Brasil llegó a engullir en algunos momentos más del 60% de la inversión española en América Latina, transformándose durante el período 1993-2000 y 2009-2011 en el destino principal en dicha región. De hecho, el presidente Temer resaltó ese dato durante la visita de Rajoy a Brasilia hace un año, y destacó que España es el segundo inversor más importante en Brasil, inmediatamente después de Estados Unidos. Temer, y con él los principales candidatos a la Presidencia de Brasil, son perfectamente conscientes de esa situación, y cada vez que tienen ocasión reclaman una mayor presencia de las empresas españolas en el gigante latinoamericano.
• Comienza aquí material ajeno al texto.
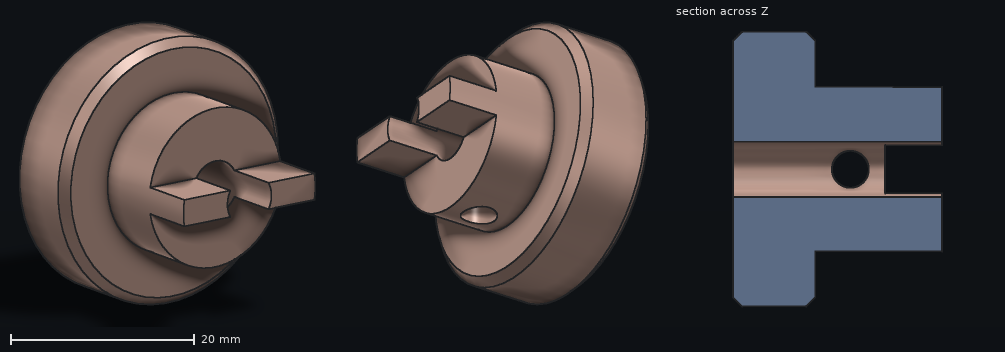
import cadquery as cq

flange_diameter = 30.0
flange_length = 9.0
flange_chamfer = 1.0
hub_diameter = 18.0
hub_length = 7.6
tang_length = 6.2
tang_thickness = 3.0
bore_diameter = 6.0
set_screw_diameter = 4.0

hub_end = flange_length + hub_length
total_length = hub_end + tang_length
set_screw_x = flange_length + hub_length / 2


def axial_cylinder(diameter, start, length):
    """Cylinder on the X axis, beginning at x = start."""
    return cq.Workplane("YZ", origin=(start, 0, 0)).circle(diameter / 2).extrude(length)


def flange():
    """Large disc with both rims chamfered."""
    return axial_cylinder(flange_diameter, 0, flange_length).edges().chamfer(flange_chamfer)


def tang():
    """Flat drive blade across the hub end, rounded to the hub diameter."""
    blade = cq.Workplane("XY").box(
        tang_length, hub_diameter, tang_thickness, centered=(False, True, True)
    ).translate((hub_end, 0, 0))
    return blade.intersect(axial_cylinder(hub_diameter, hub_end, tang_length))


def set_screw_hole():
    """Radial hole from the bottom of the hub into the bore."""
    return (
        cq.Workplane("XY", origin=(set_screw_x, 0, 0))
        .circle(set_screw_diameter / 2)
        .extrude(-hub_diameter / 2)
    )


body = flange().union(axial_cylinder(hub_diameter, flange_length, hub_length)).union(tang())

bore = axial_cylinder(bore_diameter, 0, total_length)
result = body.cut(bore).cut(set_screw_hole())

Un problema, no menor, es que en los últimos tiempos, con la recesión brasileña de la época de Dilma, muchas de nuestras compañías abandonaron Brasil, en parte por la recesión, es cierto, pero también en buena medida por las dificultades que pone el país a la entrada en su territorio de empresas extranjeras, bien sean españolas o de cualquier otro lugar.

Brasil es enormemente proteccionista, algo que se observa claramente, por ejemplo, cuando entra uno en un centro comercial, de esos que en Sao Paulo denominan «shopings». Probablemente sea el lugar del mundo donde menos globalización se ve en el comercio, y donde más marcas nativas hay, la inmensa mayoría desconocidas para un europeo o español. Algo imposible ver en otros países de Latinoamérica, como Perú, Chile o Colombia. De eso saben mucho nuestras empresas, y si no, que se lo pregunten a Inditex.